The blended model not only required producing an appropriate curriculum but also re-engineering the capabilities of AMA’s training department, the latter of which commenced at project launch. Then, starting in earnest around the fifth sprint, the insurer began developing curriculum modules. “It was a successful exercise,” says Moody. “When user training commenced in the fall of 2016, we discovered it took only about two weeks instead of the historical six.”
Strategy pays off
AMA’s deployment strategy really started paying off when the insurer smoothly hit its December 5 go-live window. “The blended training model and user forums minimized disruptions considerably,” says Moody. “Most users sought assistance from the curriculum or posted a question to their peers. Consequently, our help desk spike lasted only a matter of days and then tapered off. Now, there are no open help tickets because questions get resolved via our coaches, the online curriculum or forum support.”

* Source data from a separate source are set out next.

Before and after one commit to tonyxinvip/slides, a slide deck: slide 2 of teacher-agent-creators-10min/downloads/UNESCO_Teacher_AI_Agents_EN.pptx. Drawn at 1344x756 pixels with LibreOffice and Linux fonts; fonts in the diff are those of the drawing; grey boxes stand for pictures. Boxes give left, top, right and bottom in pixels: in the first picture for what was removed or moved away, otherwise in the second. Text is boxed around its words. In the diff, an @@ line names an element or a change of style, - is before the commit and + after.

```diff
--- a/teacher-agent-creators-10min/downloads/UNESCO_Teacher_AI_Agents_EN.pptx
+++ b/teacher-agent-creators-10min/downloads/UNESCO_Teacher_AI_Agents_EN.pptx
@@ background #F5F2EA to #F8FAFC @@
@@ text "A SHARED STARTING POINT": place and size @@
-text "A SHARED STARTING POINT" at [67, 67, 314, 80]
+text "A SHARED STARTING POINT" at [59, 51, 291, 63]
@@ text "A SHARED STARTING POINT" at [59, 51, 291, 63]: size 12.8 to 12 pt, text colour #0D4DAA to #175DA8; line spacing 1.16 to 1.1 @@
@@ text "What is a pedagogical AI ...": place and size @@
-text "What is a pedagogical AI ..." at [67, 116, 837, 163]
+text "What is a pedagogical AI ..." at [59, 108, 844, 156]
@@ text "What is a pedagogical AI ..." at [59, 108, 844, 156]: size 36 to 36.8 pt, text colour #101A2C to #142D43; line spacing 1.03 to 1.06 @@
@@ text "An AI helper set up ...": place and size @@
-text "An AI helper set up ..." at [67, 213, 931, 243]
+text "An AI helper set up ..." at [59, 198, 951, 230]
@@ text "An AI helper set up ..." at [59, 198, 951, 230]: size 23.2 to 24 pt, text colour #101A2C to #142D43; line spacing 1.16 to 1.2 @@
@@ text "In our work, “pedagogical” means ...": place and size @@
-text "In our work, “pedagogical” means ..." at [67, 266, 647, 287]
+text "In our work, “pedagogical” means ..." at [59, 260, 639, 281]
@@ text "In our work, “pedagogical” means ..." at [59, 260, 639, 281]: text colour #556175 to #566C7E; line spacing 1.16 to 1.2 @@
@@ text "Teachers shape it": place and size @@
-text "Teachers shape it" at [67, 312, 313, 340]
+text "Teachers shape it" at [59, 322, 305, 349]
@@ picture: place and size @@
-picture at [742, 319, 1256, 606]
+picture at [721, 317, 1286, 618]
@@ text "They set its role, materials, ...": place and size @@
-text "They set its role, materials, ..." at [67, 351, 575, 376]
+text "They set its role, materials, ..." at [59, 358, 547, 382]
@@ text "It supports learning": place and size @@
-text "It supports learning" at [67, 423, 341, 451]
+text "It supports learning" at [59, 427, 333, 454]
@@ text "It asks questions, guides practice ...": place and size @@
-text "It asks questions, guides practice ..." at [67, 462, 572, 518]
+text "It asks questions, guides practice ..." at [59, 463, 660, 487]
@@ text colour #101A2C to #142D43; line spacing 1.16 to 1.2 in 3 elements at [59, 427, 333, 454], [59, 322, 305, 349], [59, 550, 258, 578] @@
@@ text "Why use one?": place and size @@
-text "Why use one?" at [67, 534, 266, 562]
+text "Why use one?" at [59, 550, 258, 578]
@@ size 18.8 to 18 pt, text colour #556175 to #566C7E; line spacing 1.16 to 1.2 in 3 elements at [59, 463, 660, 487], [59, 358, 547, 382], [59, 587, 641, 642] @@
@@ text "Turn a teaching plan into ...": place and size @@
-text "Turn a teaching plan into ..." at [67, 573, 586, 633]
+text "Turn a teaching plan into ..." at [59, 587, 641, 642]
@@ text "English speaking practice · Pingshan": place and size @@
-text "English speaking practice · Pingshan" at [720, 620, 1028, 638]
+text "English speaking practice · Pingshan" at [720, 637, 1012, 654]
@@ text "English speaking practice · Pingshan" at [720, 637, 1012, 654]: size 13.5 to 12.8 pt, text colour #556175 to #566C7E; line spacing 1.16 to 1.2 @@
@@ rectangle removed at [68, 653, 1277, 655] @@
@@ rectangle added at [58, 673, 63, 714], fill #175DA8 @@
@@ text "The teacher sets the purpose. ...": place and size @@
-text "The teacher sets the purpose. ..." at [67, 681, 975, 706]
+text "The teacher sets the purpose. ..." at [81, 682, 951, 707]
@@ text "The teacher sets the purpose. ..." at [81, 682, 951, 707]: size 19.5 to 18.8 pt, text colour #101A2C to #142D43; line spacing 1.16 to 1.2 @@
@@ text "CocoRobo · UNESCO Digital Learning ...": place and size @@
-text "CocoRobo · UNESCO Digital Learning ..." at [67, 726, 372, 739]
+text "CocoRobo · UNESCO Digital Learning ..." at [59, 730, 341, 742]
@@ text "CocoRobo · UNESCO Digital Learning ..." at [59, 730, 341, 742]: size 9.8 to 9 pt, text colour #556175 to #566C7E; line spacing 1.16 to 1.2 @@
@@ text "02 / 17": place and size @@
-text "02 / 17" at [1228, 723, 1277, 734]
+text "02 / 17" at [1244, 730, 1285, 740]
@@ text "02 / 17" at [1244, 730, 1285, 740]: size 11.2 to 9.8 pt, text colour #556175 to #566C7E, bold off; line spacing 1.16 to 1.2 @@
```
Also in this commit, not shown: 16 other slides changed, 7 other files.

What’s more, AMA’s transformation vastly improves self-service. “Customers and prospects can get an immediate online quote, anytime and on any device, for personal auto and property,” says Moody. “We’re also in the final stages of testing Guidewire’s ‘buy’ module, which will enable our dedicated agency to bind policies based on the inputs customers make – no complicated steps or re-keying of data required.”
If there was any disappointment, it came with the process of deploying DataHub and InfoCenter. “We were frustrated with the heavy lifting required to get the data mapping to work,” Moody says. “We haven’t yet had time to discuss it with Guidewire, but look forward to improvements in future releases.”
Regardless, the analytics benefits are already evident. “Previously, we were limited to monthly reporting,” says Moody. “Now, with InfoCenter, data refreshes intra-day, giving us near real-time insights into loss ratios, reinsurance, cycle times and all other types of industry KPIs.”
Over the next few quarters, AMA plans to complete the transformation by migrating its commercial offerings onto the platform. After that, it’s no limits.
“This core modernization is a game-changer,” says Moody. “Having a best-in-class platform, used by much larger carriers, enables us to leapfrog our competition. It also unshackles us from our previous limitations, ensuring we can meet the rapidly-evolving expectations of our customers.”